I think a week is good.


----------



## superman365 (Dec 5, 2012)

why...you wont be able to use it anyways!!! lol


----------



## superman365 (Dec 5, 2012)

thats to you sofreto not carbon!


----------



## PandaMan (Oct 14, 2010)

I'm in, definitely. Looks like a great sling!


----------



## Berkshire bred (Mar 4, 2012)

i am only five foot eight so im out but im sure someone will enjoy this great oportunity. this is as long as armageddon does not happen


----------



## Charles (Aug 26, 2010)

Yep ... put me down for it. Used to be 6'2", but have probably shrunk an inch or so with age.

Cheers ...... Charles


----------



## Tex-Shooter (Dec 17, 2009)

I have made several slings, but never used that pouch design. Thanks -- Tex


----------



## Carbon (Nov 18, 2012)

Update: I can't edit it so the list up there is just the first few people. I will just make a list on my computer. Also, VIDEO:


----------



## Allen Welsh (Nov 13, 2012)

Thats a great sling .. Thanks for sharin and yer vid is cool too.

Cheers
AL


----------



## Cervantes (Jun 10, 2011)

I lost my last slingshot..bummed out..Still have an A+ and a Hathcock target sniper...but lost my ranger...I am bummed...SO, yeah I'm in..A new slingshot would make my day for sure.


----------



## worserabbit (Apr 16, 2012)

I'm in


----------



## Imperial (Feb 9, 2011)

good luck with your contest !


----------



## capnjoe (Jun 3, 2012)

Nice knot work, dude! Whipping looks as good as any I turned out for certfication. Is it spliced as well?
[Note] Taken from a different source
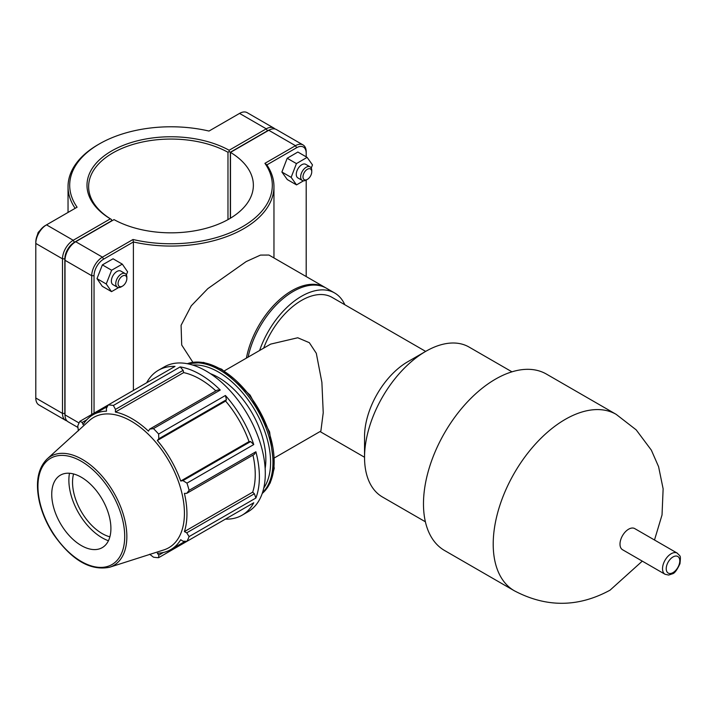 <?xml version="1.0" encoding="UTF-8"?>
<svg xmlns="http://www.w3.org/2000/svg" width="716" height="716" viewBox="0 0 716 716"><rect width="100%" height="100%" fill="white"/><g stroke="black" fill="none" stroke-linecap="round" stroke-linejoin="round"><path stroke-width="1.07" d="M677.255 553.137L634.725 528.587A12.199 7.044 120 0 0 622.526 535.631A12.199 7.044 120 0 0 622.526 549.718L665.057 574.277L668.654 575.055L672.458 573.802C674.57 573.364 677.067 569.999 679.967 563.698C680.871 554.587 680.451 556.824 677.255 553.137A12.199 7.044 120 0 0 665.057 560.189A12.199 7.044 120 0 0 665.057 574.277M344.826 304.739A66.203 38.225 120 0 0 334.64 292.978A66.203 38.225 120 0 0 259.604 350.5M425.662 351.404L332.099 297.391A61.111 35.281 120 0 0 263.667 348.155M334.64 292.978L326.317 288.172A66.203 38.225 120 0 0 248.103 357.141M274.577 457.801L320.866 431.077L323.229 412.729L321.887 382.362L316.302 353.292L309.33 342.687L297.749 337.764L270.657 344.11L224.376 370.834M511.958 371.828L469.052 347.054A86.573 49.986 120 0 0 425.769 351.341L407.762 361.741A61.111 35.281 120 0 0 364.542 436.59L364.542 457.381A86.573 49.986 120 0 0 382.478 497.011L425.385 521.785M425.769 351.341A86.573 49.986 120 0 0 364.542 457.381M654.496 539.998L662.032 514.947L663.132 488.849L658.586 466.68L651.345 450.14L636.184 429.86L616.163 414.349L546.424 374.083A101.851 58.81 120 0 0 444.573 432.894A101.851 58.81 120 0 0 444.573 550.506L514.303 590.763C546.326 607.669 578.242 607.472 610.059 590.163L642.288 561.129M226.444 399.725L225.415 395.492L158.63 434.048L158.791 438.783L226.444 399.725L225.621 401.067L157.323 440.501L158.791 438.783M255.889 498.032L254.386 493.754L186.733 532.811L189.096 536.597L255.889 498.032A83.674 48.312 -120 0 0 255.889 451.769L189.096 490.326A83.674 48.312 -120 0 0 186.957 483.13L253.75 444.564L250.6 441.566L249.025 441.602A77.82 44.929 -120 0 0 225.621 401.067M253.75 444.564A83.674 48.312 -120 0 0 225.415 395.492M254.386 493.754L252.694 492.161L184.397 531.594A77.82 44.929 -120 0 0 186.948 513.954A77.82 44.929 -120 0 0 184.397 493.378L186.733 493.369L254.386 454.311L255.889 451.769M252.694 492.161A77.82 44.929 -120 0 0 252.963 455.134M183.135 370.342L180.181 366.905L113.388 405.462L115.482 409.4L183.135 370.342L183.663 372.606L115.374 412.04L115.482 409.4M215.874 390.891A77.82 44.929 -120 0 0 183.663 372.606M158.63 434.048A83.674 48.312 -120 0 0 153.457 428.598L220.251 390.041L217.297 390.068L149.644 429.126L148.463 431.139A77.82 44.929 -120 0 0 115.374 412.04M220.251 390.041A83.674 48.312 -120 0 0 180.181 366.905M225.415 519.127L225.415 519.127A83.674 48.312 -120 0 0 242.053 515.225A83.674 48.312 -120 0 0 253.75 502.766L186.957 541.323L182.947 541.189L180.727 539.712A77.82 44.929 -120 0 1 170.829 549.584A77.82 44.929 -120 0 1 157.323 553.217L158.791 555.133L158.63 557.683L225.415 519.127M107.409 406.482L93.008 414.797A77.82 44.929 -120 0 1 106.514 411.163L106.335 408.496L108.223 404.952L175.017 366.395A83.674 48.312 -120 0 0 158.379 370.288A83.674 48.312 -120 0 0 146.682 382.756M78.393 430.817L77.749 426.038A83.674 48.312 -120 0 1 79.888 421.312L82.179 422.44L86.788 419.782M158.63 557.683A83.674 48.312 -120 0 1 153.457 557.173L149.644 554.229M163.4 552.475L158.791 555.133M186.733 532.811L184.397 531.594M242.053 515.225L247.969 511.806A83.674 48.312 -120 0 0 261.805 448.35A83.674 48.312 -120 0 0 206.127 371.022A83.674 48.312 -120 0 0 164.295 366.878L158.379 370.288M189.096 490.326L186.733 493.369M109.629 567.242L163.866 549.906A75.207 43.416 -120 0 0 184.424 513.283A75.207 43.416 -120 0 0 148.489 434.442A75.207 43.416 -120 0 0 89.249 420.659L47.122 458.965C37.787 468.345 35.227 482.691 39.434 502.005C42.065 513.095 46.701 523.799 53.333 534.091C71.475 560.019 90.243 571.073 109.629 567.242A62.999 36.373 -120 0 0 126.848 536.553A62.999 36.373 -120 0 0 82.304 459.395A62.999 36.373 -120 0 0 47.122 458.965M250.6 441.566L182.947 480.615L186.957 483.13M182.947 480.615L180.727 481.027A77.82 44.929 -120 0 0 157.323 440.501M149.644 429.126L153.457 428.598M113.388 405.462A83.674 48.312 -120 0 0 108.223 404.952L79.888 421.312M93.008 414.797A77.82 44.929 -120 0 0 83.11 424.669L82.179 422.44M186.957 541.323A83.674 48.312 -120 0 0 189.096 536.597M249.025 441.602L180.727 481.027M265.144 468.524A66.937 38.646 -120 0 0 265.851 459.52A66.937 38.646 -120 0 0 210.37 373.645M110.908 528.48A41.841 24.156 -120 0 0 90.914 484.625A41.841 24.156 -120 0 0 57.96 476.954A41.841 24.156 -120 0 0 51.74 494.317A41.841 24.156 -120 0 0 68.315 534.575A41.841 24.156 -120 0 0 99.47 548.859A41.841 24.156 -120 0 0 110.908 528.48M69.479 473.258A47.023 27.154 -120 0 0 68.87 480.194A47.023 27.154 -120 0 0 108.429 540.732M73.569 473.956A41.841 24.156 -120 0 0 72.54 482.307A41.841 24.156 -120 0 0 109.87 536.83M132.997 239.493L133.391 241.954A102.961 59.446 0 0 0 273.96 186.616A102.961 59.446 0 0 0 266.844 164.904L296.639 147.711A13.514 7.804 -60 0 1 306.197 153.224L306.197 151.881A15.17 8.753 120 0 0 303.056 144.936A15.17 8.753 120 0 0 295.475 145.688L264.92 163.329A101.314 58.497 180 0 1 242.643 226.632A101.314 58.497 180 0 1 132.997 239.493L102.442 257.142A15.17 8.753 120 0 0 91.711 275.714L91.711 414.483M94.047 413.141L94.047 275.714A13.514 7.804 -60 0 1 103.605 259.156L133.391 241.954L133.391 390.426M325.637 287.796A66.203 38.225 120 0 0 324.975 287.393L268.947 255.048L260.508 255.084L246.188 261.573L207.81 288.646L191.261 305.804L181.085 325.297L181.712 345.022L192.864 362.269M122.463 286.14L121.299 286.812A7.84 4.529 -60 0 1 117.379 287.205A7.84 4.529 -60 0 1 117.379 278.148A7.84 4.529 -60 0 1 125.219 273.619A7.84 4.529 -60 0 1 126.848 277.208L126.848 278.551A6.193 3.58 120 0 0 122.463 276.027A6.193 3.58 120 0 0 118.077 283.617A6.193 3.58 120 0 0 122.463 286.14A6.193 3.58 120 0 0 126.848 278.551M125.219 273.619L120.834 271.087A7.84 4.529 120 0 0 112.994 275.615A7.84 4.529 120 0 0 112.994 284.673L117.379 287.205M118.65 287.564L111.526 291.636L102.281 286.293L97 278.64L102.379 264.884L113.056 258.789L122.302 264.132L127.591 271.785L126.374 274.89M102.379 264.884L111.624 270.227L122.302 264.132M97 278.64L106.237 283.975L111.624 270.227M111.526 291.636L106.237 283.975M311.746 171.804A6.193 3.58 -60 0 1 307.361 179.394A6.193 3.58 -60 0 1 302.984 176.861A6.193 3.58 -60 0 1 307.361 169.271A6.193 3.58 -60 0 1 311.746 171.804L311.746 170.453A7.84 4.529 120 0 0 310.118 166.864A7.84 4.529 120 0 0 304.076 168.967A7.84 4.529 120 0 0 300.648 176.861A7.84 4.529 120 0 0 302.277 180.45A7.84 4.529 120 0 0 306.197 180.065L306.197 276.555M302.277 180.45L297.892 177.926A7.84 4.529 -60 0 1 296.272 174.328A7.84 4.529 -60 0 1 299.691 166.434A7.84 4.529 -60 0 1 305.741 164.331L310.118 166.864M296.531 184.889L287.286 179.555L281.898 172.019L287.188 158.263L296.433 163.597L291.144 177.362L296.531 184.889L303.512 180.817M281.898 172.019L291.144 177.362M287.188 158.263L297.856 152.034L307.101 157.368L296.433 163.597M311.254 168.108L312.489 164.904L307.101 157.368M65.031 415.566A13.514 7.804 -60 0 1 64.834 413.427L64.834 258.843A13.514 7.804 -60 0 1 74.392 242.285L111.499 220.868L111.508 219.517L110.345 218.836L73.22 240.272A15.17 8.753 120 0 0 62.498 258.843L62.498 413.427A15.17 8.753 120 0 0 65.639 420.364A15.17 8.753 120 0 0 67 420.91M65.639 420.364L38.941 404.952A15.17 8.753 -60 0 1 35.8 398.007L35.8 243.431A15.17 8.753 -60 0 1 46.522 224.86L77.086 207.21A101.314 58.497 180 0 1 99.363 143.916A101.314 58.497 180 0 1 209 131.055L239.565 113.405A15.17 8.753 -60 0 1 247.145 112.654L273.843 128.075A15.17 8.753 120 0 0 266.262 128.826L229.138 150.253A84.014 48.509 0 0 0 111.589 150.978A84.014 48.509 0 0 0 110.345 218.836M111.499 220.868L111.508 219.508A82.367 47.551 180 0 1 88.632 186.616A82.367 47.551 180 0 1 138.662 142.878A82.367 47.551 180 0 1 227.974 152.275L229.147 151.595L230.319 152.266L267.426 130.84A13.514 7.804 -60 0 1 269.377 129.945M229.138 150.253L229.147 151.595M274.998 128.978A15.17 8.753 120 0 0 273.843 128.075M227.974 152.275L227.974 219.615M230.319 218.273L230.319 152.266M99.363 143.916L98.19 144.587A102.961 59.446 0 0 0 68.038 186.616A102.961 59.446 0 0 0 75.153 208.329M74.392 242.285L73.22 240.272L46.522 224.86L45.359 225.531A13.514 7.804 120 0 0 35.8 242.089L35.8 243.431L62.498 258.843L64.834 258.843M103.605 259.156L102.442 257.142L75.735 241.722L74.571 242.393A13.514 7.804 120 0 0 65.013 258.95L65.013 260.302A15.17 8.753 -60 0 1 75.735 241.722L114.023 219.615A82.367 47.551 180 0 0 203.344 229.013A82.367 47.551 180 0 0 253.366 185.274A82.367 47.551 180 0 0 230.489 152.383L268.777 130.276A15.17 8.753 -60 0 1 276.358 129.524L303.056 144.936M77.937 427.47L68.154 421.822A15.17 8.753 -60 0 1 65.013 414.877L65.013 260.302L91.711 275.714L94.047 275.714M230.489 218.165L230.489 152.383M264.92 163.329L266.844 164.904M306.197 153.224L306.197 156.849M324.975 287.393A66.203 38.225 120 0 0 279.267 299.941A66.203 38.225 120 0 0 246.402 358.125M679.779 560.861A9.585 5.531 -60 0 1 673.004 572.603A9.585 5.531 -60 0 1 666.229 568.692A9.585 5.531 -60 0 1 673.004 556.95A9.585 5.531 -60 0 1 679.779 560.861M616.163 414.349A101.851 58.81 120 0 0 514.303 473.151A101.851 58.81 120 0 0 514.303 590.763M187.324 363.701A75.305 43.479 60 0 1 220.904 369.322A75.305 43.479 60 0 1 274.156 461.56A75.305 43.479 60 0 1 262.226 493.449M262.423 492.877A75.305 43.479 -120 0 0 272.957 462.25A75.305 43.479 -120 0 0 219.705 370.02A75.305 43.479 -120 0 0 187.914 363.826M192.756 365.07A73.632 42.513 60 0 1 218.523 372.069A73.632 42.513 60 0 1 270.585 462.25A73.632 42.513 60 0 1 263.765 488.061M124.709 536.445A61.352 35.424 60 0 1 81.32 561.496A61.352 35.424 60 0 1 37.939 486.352A61.352 35.424 60 0 1 81.32 461.301A61.352 35.424 60 0 1 124.709 536.445M64.834 413.427L62.498 413.427L35.8 398.007M239.565 113.405L266.262 128.826L267.426 130.84M45.359 225.531L46.522 224.86L45.359 225.531M268.777 130.276L295.475 145.688L296.639 147.711M79.055 422.986L65.013 414.877M320.034 431.551L364.542 457.255M185.229 541.269L170.829 549.584M262.217 493.485L270.227 482.933L274.219 468.362L269.61 431.927L250.126 395.134L221.736 369.241L203.595 362.421L187.288 363.701M273.96 257.939L273.96 186.616M36.051 239.457L38.145 232.467L43.202 227.061M307.361 179.394L306.197 180.065M68.038 212.437L68.038 186.616"/></g></svg>

Paracord sling looks good too. You're gonna make a fine EMT.


----------



## e~shot (Jun 3, 2010)

That looks a nice sling - I m in


----------



## Carbon (Nov 18, 2012)

capnjoe said:


> Nice knot work, dude! Whipping looks as good as any I turned out for certification. Is it spliced as well?
> 
> Paracord sling looks good too. You're gonna make a fine EMT.


Usually I splice the loop but its just whipped this time. On my smaller slings I splice the loop


----------



## Viper010 (Apr 21, 2012)

congratulations on your 'centennial' bro! and thank you for this great opportunity. very generous of you!

count me in plz

cheers, remco


----------



## MAV (Mar 18, 2012)

Nice sling! Thanks for the opportunity. I couldn't tell for sure on my little net-book but its a pretty good guess that on your video that is maple and alder in the back ground. I see many naturals in your future for some strange reason.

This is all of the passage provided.